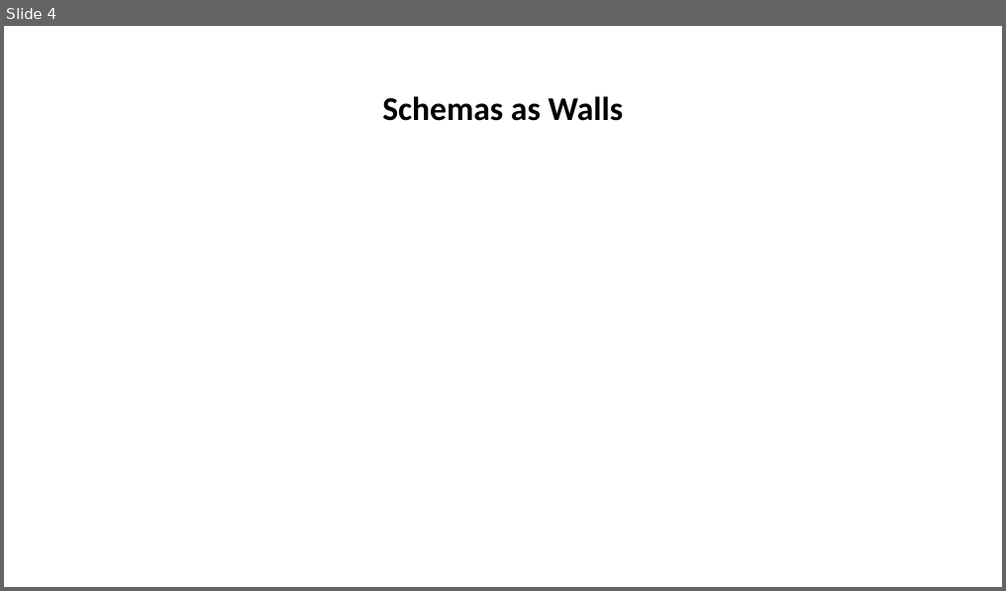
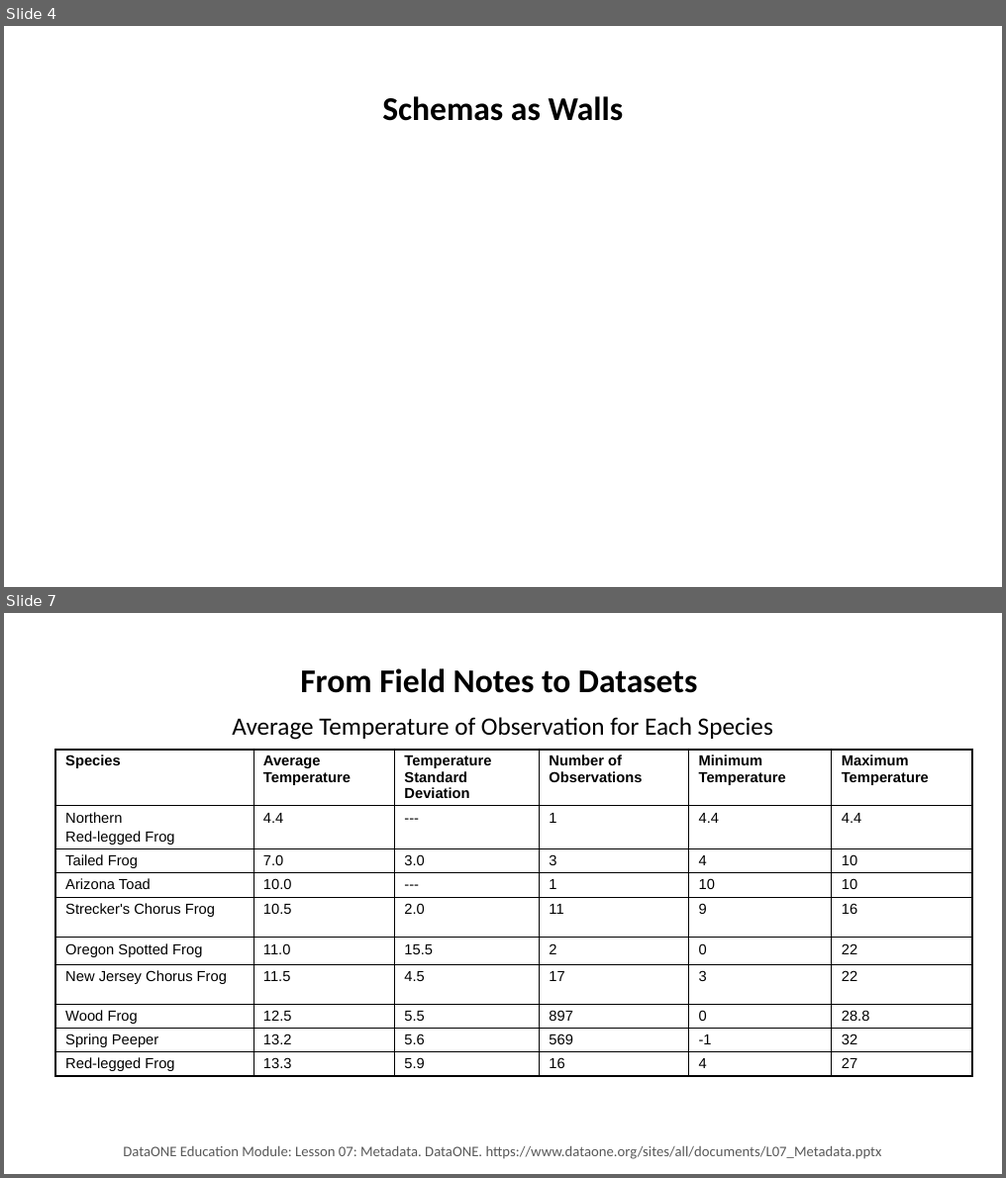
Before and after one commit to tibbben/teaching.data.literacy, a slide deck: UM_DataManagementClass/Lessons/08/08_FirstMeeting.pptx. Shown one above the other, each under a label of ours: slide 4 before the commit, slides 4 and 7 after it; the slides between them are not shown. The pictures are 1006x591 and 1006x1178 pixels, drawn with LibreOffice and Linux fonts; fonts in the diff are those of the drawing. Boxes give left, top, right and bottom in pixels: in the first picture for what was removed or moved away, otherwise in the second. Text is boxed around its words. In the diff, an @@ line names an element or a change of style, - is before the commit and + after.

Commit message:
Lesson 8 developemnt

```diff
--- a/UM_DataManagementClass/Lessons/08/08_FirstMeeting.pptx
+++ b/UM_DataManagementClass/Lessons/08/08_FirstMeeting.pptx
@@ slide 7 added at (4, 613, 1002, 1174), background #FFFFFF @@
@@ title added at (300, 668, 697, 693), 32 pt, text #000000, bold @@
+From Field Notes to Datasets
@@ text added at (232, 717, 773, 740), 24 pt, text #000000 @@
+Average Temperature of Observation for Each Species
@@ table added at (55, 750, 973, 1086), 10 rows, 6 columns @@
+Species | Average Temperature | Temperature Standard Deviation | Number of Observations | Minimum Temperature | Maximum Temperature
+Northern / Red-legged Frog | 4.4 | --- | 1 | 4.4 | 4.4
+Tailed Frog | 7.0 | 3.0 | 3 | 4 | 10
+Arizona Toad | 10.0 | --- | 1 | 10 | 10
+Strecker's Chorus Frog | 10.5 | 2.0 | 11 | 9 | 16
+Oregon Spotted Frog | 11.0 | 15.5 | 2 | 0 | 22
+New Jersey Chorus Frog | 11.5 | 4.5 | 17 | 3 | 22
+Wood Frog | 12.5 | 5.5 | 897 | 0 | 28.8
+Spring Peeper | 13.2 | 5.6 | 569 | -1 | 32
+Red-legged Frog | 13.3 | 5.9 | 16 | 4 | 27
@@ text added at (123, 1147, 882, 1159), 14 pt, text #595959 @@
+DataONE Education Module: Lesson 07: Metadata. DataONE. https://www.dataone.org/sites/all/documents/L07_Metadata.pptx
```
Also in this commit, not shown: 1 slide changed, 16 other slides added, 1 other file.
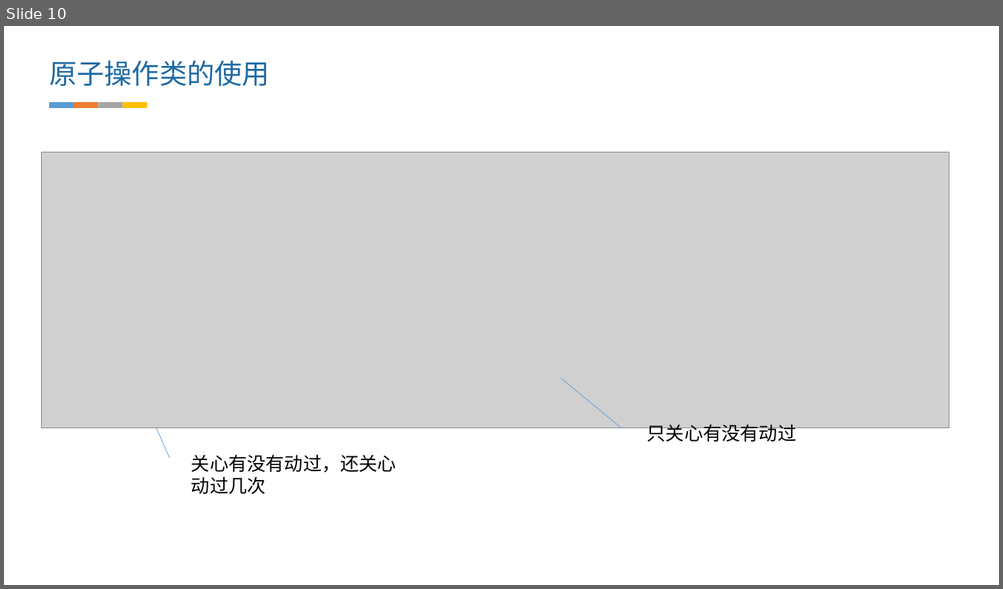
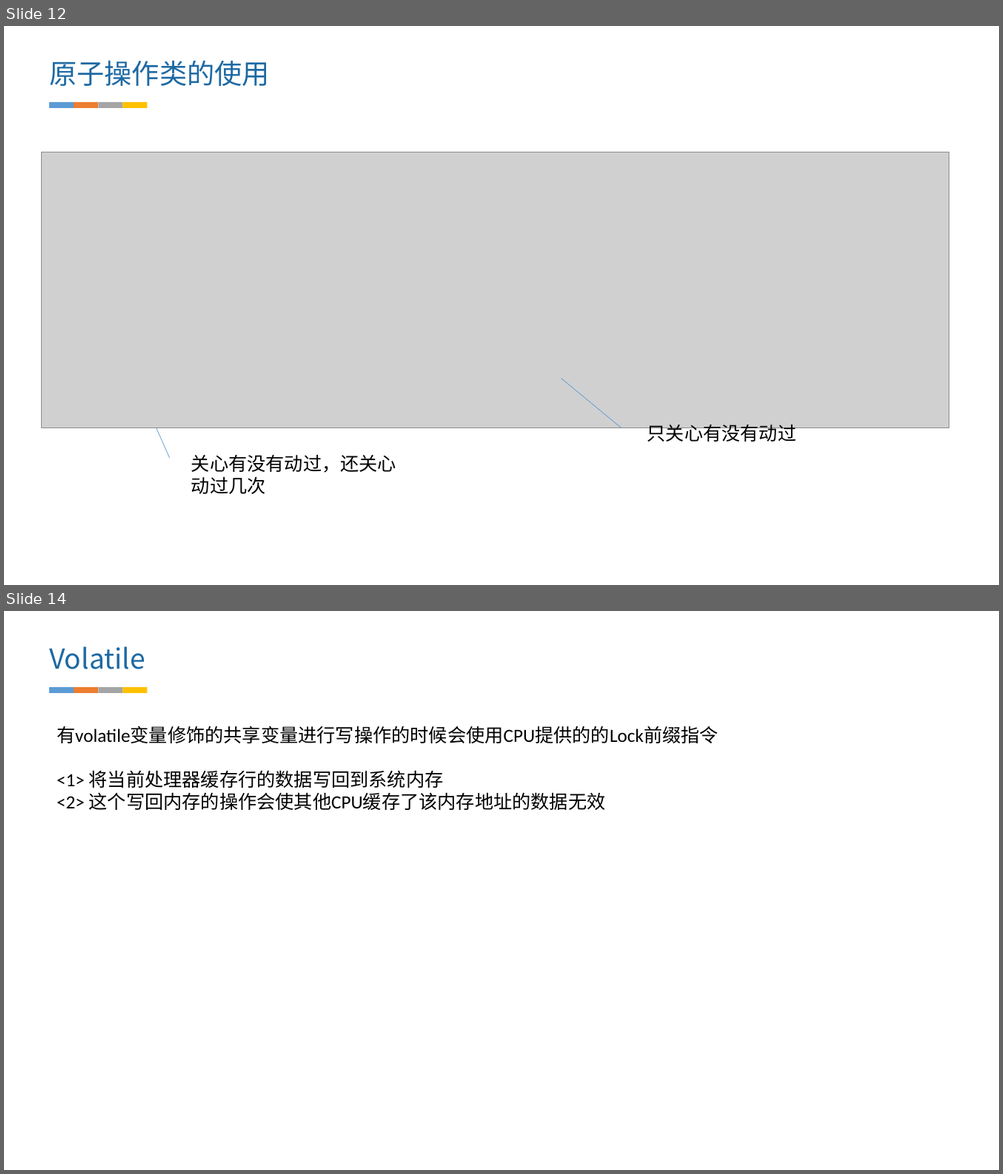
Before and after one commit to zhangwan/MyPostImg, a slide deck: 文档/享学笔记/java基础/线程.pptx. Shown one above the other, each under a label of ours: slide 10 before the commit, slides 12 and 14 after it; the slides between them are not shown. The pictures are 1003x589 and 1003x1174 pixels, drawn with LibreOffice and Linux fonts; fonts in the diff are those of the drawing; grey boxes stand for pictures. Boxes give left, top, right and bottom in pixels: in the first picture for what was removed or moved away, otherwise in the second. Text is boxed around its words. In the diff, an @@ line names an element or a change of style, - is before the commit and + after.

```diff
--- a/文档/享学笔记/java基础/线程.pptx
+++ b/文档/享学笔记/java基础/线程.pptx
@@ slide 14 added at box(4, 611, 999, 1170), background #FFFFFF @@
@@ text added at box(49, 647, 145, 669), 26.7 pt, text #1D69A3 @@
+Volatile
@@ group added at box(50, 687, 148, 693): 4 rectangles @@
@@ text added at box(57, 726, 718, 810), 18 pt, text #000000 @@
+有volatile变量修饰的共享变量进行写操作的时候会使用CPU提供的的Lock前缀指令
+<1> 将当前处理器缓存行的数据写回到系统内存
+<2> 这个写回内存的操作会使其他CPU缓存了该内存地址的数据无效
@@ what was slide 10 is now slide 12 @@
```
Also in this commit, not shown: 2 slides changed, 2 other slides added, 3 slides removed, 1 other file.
::::::::::
◆ Task goal ◆
Restate the listing above word for word and skip each picture.

◆ Problem solution ◆
Before and after one commit to tibbben/teaching.data.literacy, a slide deck: UM_DataManagementClass/Lessons/08/08_FirstMeeting.pptx. Shown one above the other, each under a label of ours: slide 4 before the commit, slides 4 and 7 after it; the slides between them are not shown. The pictures are 1006x591 and 1006x1178 pixels, drawn with LibreOffice and Linux fonts; fonts in the diff are those of the drawing. Boxes give left, top, right and bottom in pixels: in the first picture for what was removed or moved away, otherwise in the second. Text is boxed around its words. In the diff, an @@ line names an element or a change of style, - is before the commit and + after.

Commit message:
Lesson 8 developemnt

```diff
--- a/UM_DataManagementClass/Lessons/08/08_FirstMeeting.pptx
+++ b/UM_DataManagementClass/Lessons/08/08_FirstMeeting.pptx
@@ slide 7 added at (4, 613, 1002, 1174), background #FFFFFF @@
@@ title added at (300, 668, 697, 693), 32 pt, text #000000, bold @@
+From Field Notes to Datasets
@@ text added at (232, 717, 773, 740), 24 pt, text #000000 @@
+Average Temperature of Observation for Each Species
@@ table added at (55, 750, 973, 1086), 10 rows, 6 columns @@
+Species | Average Temperature | Temperature Standard Deviation | Number of Observations | Minimum Temperature | Maximum Temperature
+Northern / Red-legged Frog | 4.4 | --- | 1 | 4.4 | 4.4
+Tailed Frog | 7.0 | 3.0 | 3 | 4 | 10
+Arizona Toad | 10.0 | --- | 1 | 10 | 10
+Strecker's Chorus Frog | 10.5 | 2.0 | 11 | 9 | 16
+Oregon Spotted Frog | 11.0 | 15.5 | 2 | 0 | 22
+New Jersey Chorus Frog | 11.5 | 4.5 | 17 | 3 | 22
+Wood Frog | 12.5 | 5.5 | 897 | 0 | 28.8
+Spring Peeper | 13.2 | 5.6 | 569 | -1 | 32
+Red-legged Frog | 13.3 | 5.9 | 16 | 4 | 27
@@ text added at (123, 1147, 882, 1159), 14 pt, text #595959 @@
+DataONE Education Module: Lesson 07: Metadata. DataONE. https://www.dataone.org/sites/all/documents/L07_Metadata.pptx
```
Also in this commit, not shown: 1 slide changed, 16 other slides added, 1 other file.
Before and after one commit to zhangwan/MyPostImg, a slide deck: 文档/享学笔记/java基础/线程.pptx. Shown one above the other, each under a label of ours: slide 10 before the commit, slides 12 and 14 after it; the slides between them are not shown. The pictures are 1003x589 and 1003x1174 pixels, drawn with LibreOffice and Linux fonts; fonts in the diff are those of the drawing; grey boxes stand for pictures. Boxes give left, top, right and bottom in pixels: in the first picture for what was removed or moved away, otherwise in the second. Text is boxed around its words. In the diff, an @@ line names an element or a change of style, - is before the commit and + after.

```diff
--- a/文档/享学笔记/java基础/线程.pptx
+++ b/文档/享学笔记/java基础/线程.pptx
@@ slide 14 added at box(4, 611, 999, 1170), background #FFFFFF @@
@@ text added at box(49, 647, 145, 669), 26.7 pt, text #1D69A3 @@
+Volatile
@@ group added at box(50, 687, 148, 693): 4 rectangles @@
@@ text added at box(57, 726, 718, 810), 18 pt, text #000000 @@
+有volatile变量修饰的共享变量进行写操作的时候会使用CPU提供的的Lock前缀指令
+<1> 将当前处理器缓存行的数据写回到系统内存
+<2> 这个写回内存的操作会使其他CPU缓存了该内存地址的数据无效
@@ what was slide 10 is now slide 12 @@
```
Also in this commit, not shown: 2 slides changed, 2 other slides added, 3 slides removed, 1 other file.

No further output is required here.